I have a sequence of bits
$$
111011011110
$$
and need to detect two errors(without correction) using Hamming codes. Hamming codes contain a control bit in each $2^n$ position. Hence I should put this control bits in their positions.
$$
0010110011011110
$$
I've found a simple explanation of how to count the code for a sequence of bits. It says that each control bit responds for the following bits using these rules: First control bit responds for $2^n$ position and each following bit through $2^n$ . So the first bit responds for the first, third, fifth and etc. bits. The second control bit responds for 2nd, 3rd, 6th, 7th, 10th, 11th and etc. bits. Third control bit(which is on the 4th position) responds for 4th, 5th, 6th, 7th, 12th, 13th etc. bits. And so on. The value of each of the controls bits is counted as a modulo sum of the bits, which this control bit responds for.
Here is an illustration of what I mean:
Assuming this rule is right, the last 16th bit(after control bits addition) is not under the responsibility of any of the control bits.

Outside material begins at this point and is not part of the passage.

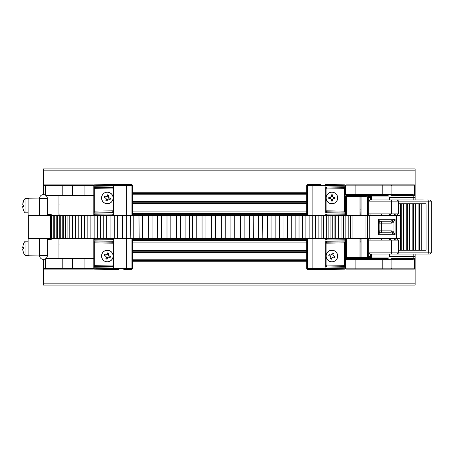<?xml version="1.0" encoding="UTF-8"?>
<svg xmlns="http://www.w3.org/2000/svg" width="454" height="454" viewBox="0 0 454 454"><rect width="100%" height="100%" fill="white"/><g stroke="black" fill="none" stroke-linecap="round" stroke-linejoin="round"><path stroke-width="0.68" d="M346.408 238.305L346.408 257.531L360.924 257.531L360.924 238.305M360.924 215.695L360.924 196.469L346.408 196.469L346.408 215.695M345.437 268.155L346.408 269.12A0.97 0.97 0 0 1 345.437 268.155L391.898 268.155L390.928 269.12A0.97 0.97 0 0 0 391.898 268.155A0.97 0.97 0 0 1 390.928 269.12A0.97 0.97 0 0 0 391.898 268.155L391.898 259.467L390.928 258.496L413.191 258.269L414.559 258.479L415.126 259.302L415.126 268.155A0.97 0.97 0 0 1 414.156 269.12L346.408 269.12L355.119 269.12L355.119 259.467L345.437 259.467A0.97 0.97 0 0 1 346.408 258.496L355.119 258.496L346.408 258.496L346.408 257.531L345.437 257.531L345.437 268.201A0.97 0.97 0 0 1 344.49 269.171L320.603 269.585L307.676 269.358L320.603 269.585L320.603 268.62L326.08 268.535L325.756 266.697L326.08 265.573L326.08 242.629L325.756 241.5L326.08 241.261L325.756 239.599L326.08 238.305M415.126 185.822L415.126 194.698L414.559 195.521L390.928 195.504L391.898 194.533L391.898 185.845L390.928 184.88L414.156 184.88L384.152 184.88M326.312 211.791L344.49 212.103A0.97 0.97 0 0 1 345.437 213.074L345.437 196.469L346.408 196.469L346.408 195.504L355.119 195.504L346.408 195.504A0.97 0.97 0 0 1 345.437 194.533L345.437 185.845A0.97 0.97 0 0 1 346.408 184.88L390.928 184.88A0.97 0.97 0 0 1 391.898 185.845L345.437 185.845L346.408 184.88M345.437 257.531L345.437 238.305M345.437 215.695L345.437 196.469M413.191 199.902L413.191 195.731A0.97 0.641 -61.9 0 0 413.872 194.874L415.126 194.698L415.126 199.902L415.126 197.439L389.248 197.439M389.248 256.561L415.126 256.561L415.126 254.098L415.126 259.302L414.559 259.001A0.97 0.653 -65.1 0 0 414.559 258.479M384.152 269.12L414.184 269.12M385.849 184.88L390.928 184.88A0.97 0.97 0 0 1 391.898 185.845A0.97 0.97 0 0 0 390.928 184.88A0.97 0.97 0 0 1 391.898 185.845L414.559 185.845A0.97 0.687 -90 0 0 413.872 184.88M345.437 194.533L355.119 194.533L355.119 195.504L388.022 195.504A3.87 3.87 0 0 1 388.533 196.026M382.217 269.12L382.217 259.467L355.119 259.467L355.119 258.496L388.022 258.496A3.87 3.87 0 0 0 388.533 257.974M396.49 215.695L400.053 215.695L400.053 238.305L396.49 238.305L396.49 215.695L367.706 215.695L367.7 197.439A2.906 2.906 0 0 1 367.865 196.469L370.606 195.504L368.779 196.792A1.935 1.935 0 0 0 368.665 197.439L368.665 215.695M368.665 238.305L368.665 256.561A1.935 1.935 0 0 0 368.779 257.208L370.606 258.496L367.865 257.531L368.779 257.208A1.935 1.935 0 0 1 368.665 256.561A1.935 1.935 0 0 0 368.779 257.208A1.935 1.935 0 0 1 368.665 256.561L371.571 256.561M370.163 258.445L370.606 258.496A1.935 1.935 0 0 1 369.38 258.065A1.935 1.935 0 0 0 370.606 258.496L370.606 254.098M359.954 195.504A0.97 0.97 0 0 1 360.924 196.469A0.97 0.97 0 0 0 359.954 195.504L359.954 215.695M361.895 238.305L361.895 257.531L360.924 257.531A0.97 0.97 0 0 1 359.954 258.496L359.954 238.305M414.559 195.521A0.97 0.653 -114.9 0 0 414.559 194.999L414.559 185.845L415.126 185.845A0.97 0.97 0 0 0 414.156 184.88L414.184 184.88M390.928 269.12A0.97 0.97 0 0 0 391.898 268.155L414.559 268.155L414.559 259.001L413.872 259.126A0.97 0.641 -118.1 0 0 413.191 258.269L413.191 254.098M411.823 195.504A0.97 0.687 -90 0 0 412.504 194.533L413.872 194.874M413.872 259.126L412.504 259.467A0.97 0.687 -90 0 0 411.823 258.496M355.119 184.88L355.119 194.533L391.898 194.533A0.97 0.97 0 0 1 390.928 195.504A0.97 0.97 0 0 0 391.898 194.533A0.97 0.97 0 0 1 390.928 195.504A0.97 0.97 0 0 0 391.898 194.533L412.504 194.533M412.504 259.467L391.898 259.467A0.97 0.97 0 0 0 390.928 258.496A0.97 0.97 0 0 1 391.898 259.467A0.97 0.97 0 0 0 390.928 258.496A0.97 0.97 0 0 1 391.898 259.467L382.217 259.467L382.217 258.496M413.872 269.12A0.97 0.687 90 0 0 414.559 268.155L415.126 268.178M361.895 215.695L361.895 196.469L368.779 196.792A1.935 1.935 0 0 0 368.665 197.439L370.606 197.439L370.606 199.902M360.924 210.673L360.771 215.695M360.771 238.305L360.924 240.813M360.924 202.41L360.924 205.985M360.924 206.729L360.924 209.158M360.771 209.158L360.924 209.708M360.771 240.813L360.924 242.839M360.924 243.355L360.924 247.305M360.924 247.827L360.924 251.771M390.877 254.098L388.993 254.098L388.993 257.974L371.571 257.974L371.571 254.098M371.531 199.902L371.571 196.026L388.993 196.026L388.993 199.902L390.877 199.902M431.3 252.861L431.3 201.139L428.253 201.139L428.253 252.861A1.237 0.59 90 0 1 427.662 254.098L397.136 254.098L398.379 252.861L398.379 240.132L368.665 240.132L368.665 252.861L431.3 252.861L430.063 254.098L427.662 254.098L430.063 254.098M427.662 199.902A1.237 0.59 -90 0 1 428.253 201.139L398.374 201.139L398.379 213.868L368.665 213.868L368.665 201.139L369.908 199.902L423.321 199.902M424.059 203.772L400.269 203.772L400.269 250.228L426.09 250.228L426.09 203.772L424.059 203.772L424.059 250.228M390.451 213.868L390.451 215.695M390.451 238.305L390.451 240.132M390.139 254.098L389.759 254.098M396.683 254.098L369.908 254.098A1.237 1.237 90 0 1 368.671 252.861L369.908 254.098M390.139 199.902L397.08 199.902A1.237 1.214 90 0 1 398.294 201.139L398.294 213.868M369.999 240.132L370.089 238.305M370.089 215.695L369.999 213.868M398.379 203.772L400.269 203.772M398.379 250.228L400.269 250.228M418.111 203.772L418.111 250.228M412.164 203.772L412.164 250.228M406.216 203.772L406.216 250.228M394.322 213.868L394.322 215.695M394.322 238.305L394.322 240.132M384.152 196.026L384.152 195.504M376.411 196.026L376.411 195.504M58.946 195.532L58.946 215.695M58.946 238.305L58.946 258.468M47.33 215.695L47.33 198.449A3.87 3.87 0 0 0 43.459 194.579L43.459 185.391A0.482 0.482 0 0 1 43.947 184.909L72.498 184.909L43.947 184.909L43.459 185.391L43.459 168.928L415.126 168.928L415.126 170.829L43.459 170.829M47.33 239.581L51.206 239.581L51.206 214.419L47.33 214.419M46.007 258.468L62.817 258.468L62.817 268.609L63.305 269.091L43.947 269.091L43.459 268.609L43.459 259.421A3.87 3.87 0 0 0 47.33 255.551L47.33 238.305M45.729 195.311L45.729 185.391L62.817 185.391L63.305 184.909A0.482 0.482 0 0 0 62.817 185.391L72.498 185.391L72.498 184.909L93.308 184.909A0.482 0.482 0 0 1 93.791 185.391L72.498 185.391L72.498 195.532L62.817 195.532L62.817 185.391L62.817 195.532L46.007 195.532M62.817 258.468L93.791 258.468L93.791 268.609L93.308 269.091L63.305 269.091A0.482 0.482 0 0 1 62.817 268.609L93.791 268.609A0.482 0.482 0 0 1 93.308 269.091A0.482 0.482 0 0 0 93.791 268.609M93.308 184.909L93.791 185.391L93.791 195.532L72.498 195.532M93.791 258.468L93.791 238.305M93.791 215.695L93.791 195.532M45.729 258.689L45.729 268.609A0.482 0.34 90 0 0 46.07 269.091L72.498 269.091L72.498 258.468M43.459 283.171L43.459 285.072L415.126 285.072L415.126 283.171L43.459 283.171L43.459 268.609A0.482 0.482 0 0 0 43.947 269.091A0.482 0.482 0 0 1 43.459 268.609L62.817 268.609M58.946 243.208L59.099 238.305M59.099 215.695L58.946 215.185M58.946 251.471L58.946 247.901M58.946 247.152L58.946 244.723M59.099 244.723L58.946 244.178M59.099 214.765L58.946 211.048M58.946 210.525L58.946 206.576M58.946 204.822L58.946 205.163M59.099 204.822L58.946 203.75M39.611 198.029L28.886 198.216L27.972 199.147L27.972 254.853L28.886 255.784L39.611 255.971M27.972 254.853L28.886 255.784L28.886 238.305M28.886 215.695L28.886 198.216L27.972 199.147M67.901 238.305L65.541 238.305L65.541 215.695L65.569 238.305L28.335 238.305L28.335 215.695L67.901 215.695L67.901 238.305L72.351 238.305L72.351 215.695L78.219 215.695L78.219 238.305L84.399 238.305L84.399 215.695L90.879 215.695L90.879 238.305L97.338 238.305L97.338 215.695L103.733 215.695L103.733 238.305L110.101 238.305L110.101 215.695L117.677 215.695L117.677 238.305L126.274 238.305L126.274 215.695L133.782 215.695L133.782 238.305L142.641 238.305L142.641 215.695L152.056 215.695L152.056 238.305L161.329 238.305L161.329 215.695L170.817 215.695L170.817 238.305L180.357 238.305L180.357 215.695L189.738 215.695L189.738 238.305L196.247 238.305L196.247 215.695L205.923 215.695L205.923 238.305L205.923 215.695L215.593 215.695L215.588 238.305L215.588 215.695L225.224 215.695L225.201 238.305L225.201 215.695L234.758 215.695L234.758 238.305L234.758 215.695L244.07 215.695M315.416 184.506L320.603 184.415L315.416 184.506M313.816 269.466A0.97 0.97 0 0 1 312.863 268.501L320.603 268.62M312.863 268.501L312.863 238.305M312.863 215.695L312.863 185.499L313.816 184.534L314.565 184.517A0.97 0.687 -91 0 0 313.901 185.482M312.863 185.504L307.29 185.601A0.97 0.687 -91 0 1 307.96 184.636L313.816 184.534M325.756 187.303L326.08 188.427L326.08 211.371L325.756 212.5L325.756 187.303L326.08 185.465L312.863 185.499M344.49 184.829A0.97 0.687 91 0 1 345.154 185.799L326.08 185.465A0.97 0.687 -89 0 0 325.416 184.5L344.49 184.829A0.97 0.97 0 0 1 345.437 185.799L345.437 185.845M345.437 215.763L345.437 213.828A0.97 0.97 0 0 1 344.49 214.793L326.591 215.105L325.853 214.277L326.08 212.739L325.756 212.5M325.853 239.723L326.591 238.895L344.49 239.207A0.97 0.97 0 0 1 345.437 240.172L345.437 238.237M326.08 265.017L344.473 265.34L344.473 242.862L345.437 242.862L345.437 240.926A0.97 0.97 0 0 1 344.49 241.897L326.591 242.209L325.853 241.375M345.437 242.862L345.437 259.467M326.08 215.695L325.853 214.277M307.676 269.358A0.97 0.97 0 0 1 306.722 268.393L306.722 238.305L306.722 268.393L312.863 268.496M306.722 215.695L306.722 185.607L306.722 215.695M320.603 269.585L325.416 269.5A0.97 0.687 89 0 0 326.08 268.535L345.154 268.201A0.97 0.687 89 0 1 344.49 269.171M325.853 266.827L326.591 265.993L344.49 266.305A0.97 0.97 0 0 1 345.437 267.275L345.154 267.275A0.97 0.687 -89 0 0 344.49 266.305L344.473 265.34L345.437 265.34M326.08 187.059L345.154 186.725A0.97 0.687 -91 0 1 344.49 187.695L326.591 188.007L325.853 187.173M344.473 215.763L344.49 214.793A0.97 0.687 -91 0 0 345.154 213.828L345.154 213.074A0.97 0.687 -89 0 0 344.49 212.103L344.473 211.138L345.437 211.138M326.193 211.638A0.97 0.749 -89 0 0 326.591 211.791L325.853 212.625M326.08 243.185L344.473 242.862L344.49 241.897A0.97 0.687 -91 0 0 345.154 240.926L345.154 240.172A0.97 0.687 -89 0 0 344.49 239.207L344.473 238.237M326.08 210.815L344.473 211.138L344.473 188.66L345.437 188.66M344.49 187.695A0.97 0.97 0 0 0 345.437 186.725A0.97 0.97 0 0 1 344.49 187.695L344.473 188.66L326.08 188.983M326.619 239.099A0.97 0.846 0 0 1 326.08 238.339L326.591 238.895A0.97 0.749 -89 0 1 326.193 238.736M326.562 239.162A0.97 0.8 0 0 1 326.08 238.475M326.619 211.995A0.97 0.846 -0 0 1 326.08 211.235L326.591 211.791M326.562 212.063A0.97 0.8 0 0 1 326.08 211.371M326.193 188.166A0.97 0.749 -91 0 1 326.591 188.007L326.08 188.563A0.97 0.846 180 0 1 326.619 187.803M326.08 188.427A0.97 0.8 180 0 1 326.562 187.735M326.193 215.264A0.97 0.749 -91 0 1 326.591 215.105L326.08 215.661A0.97 0.846 180 0 1 326.619 214.901M326.08 215.525A0.97 0.8 180 0 1 326.562 214.838M326.193 242.362A0.97 0.749 -91 0 1 326.591 242.209L326.08 242.765A0.97 0.846 180 0 1 326.619 242.005M326.08 242.629A0.97 0.8 180 0 1 326.562 241.937M326.619 266.197A0.97 0.846 0 0 1 326.08 265.437L326.591 265.993A0.97 0.749 -89 0 1 326.193 265.834M326.562 266.265A0.97 0.8 0 0 1 326.08 265.573M320.603 185.38L320.603 184.415M307.29 215.695L307.29 185.601L306.722 185.607A0.97 0.97 0 0 1 307.676 184.642M123.811 269.494L131.552 269.358L123.811 269.494M118.625 185.38L118.625 184.415L94.738 184.829L125.418 184.534A0.97 0.97 0 0 1 126.365 185.499L113.148 185.465L113.472 187.303L113.148 188.427L113.148 211.371L113.148 188.427A0.97 0.8 180 0 0 112.666 187.735L113.375 187.173M126.365 185.499L126.365 215.695M126.365 238.305L126.365 268.501L125.418 269.466M125.418 184.534L131.268 184.636A0.97 0.687 91 0 1 131.938 185.601L126.365 185.504M113.375 266.827L112.666 266.265A0.97 0.8 -0 0 0 113.148 265.573L113.148 242.629L113.148 265.573L113.472 266.697L113.148 268.535L126.365 268.501M113.375 239.723L112.666 239.162A0.97 0.8 -0 0 0 113.148 238.475L113.375 241.375L112.637 242.209L94.738 241.897A0.97 0.97 0 0 1 93.791 240.926L93.791 242.862L94.755 242.862L94.755 265.34L93.791 265.34M112.666 239.162L94.738 239.207A0.97 0.687 89 0 0 94.074 240.172L94.074 240.926A0.97 0.687 91 0 0 94.738 241.897A0.97 0.97 0 0 1 93.791 240.926L93.791 238.237M113.375 212.625L112.666 212.063A0.97 0.8 -0 0 0 113.148 211.371L113.375 214.277L112.637 215.105L94.738 214.793A0.97 0.97 0 0 1 93.791 213.828L93.791 215.763M112.666 212.063L94.738 212.103A0.97 0.687 89 0 0 94.074 213.074L94.074 213.828A0.97 0.687 91 0 0 94.738 214.793A0.97 0.97 0 0 1 93.791 213.828L93.791 211.138L113.148 210.815M113.375 214.277L113.148 215.525A0.97 0.8 180 0 0 112.666 214.838M113.375 241.375L113.148 242.629A0.97 0.8 180 0 0 112.666 241.937M131.552 184.642A0.97 0.97 0 0 1 132.506 185.607L132.506 215.695L132.506 185.607L131.938 185.601L131.938 215.695M132.506 238.305L132.506 268.393L132.506 238.305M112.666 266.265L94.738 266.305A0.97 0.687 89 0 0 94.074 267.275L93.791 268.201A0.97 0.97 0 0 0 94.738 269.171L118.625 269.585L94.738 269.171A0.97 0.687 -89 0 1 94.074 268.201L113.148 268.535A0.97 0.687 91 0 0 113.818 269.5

So the question is: How can I detect double error(only detect, not correct) for the given sequence of bits using the Hamming code?
Best Answer
This is handled well by Wikipedia, which states:
Hamming codes have a minimum distance of 3, which means that the decoder can detect and correct a single error, but it cannot distinguish a double bit error of some codeword from a single bit error of a different codeword. Thus, they can detect double-bit errors only if correction is not attempted.
To remedy this shortcoming, Hamming codes can be extended by an extra parity bit.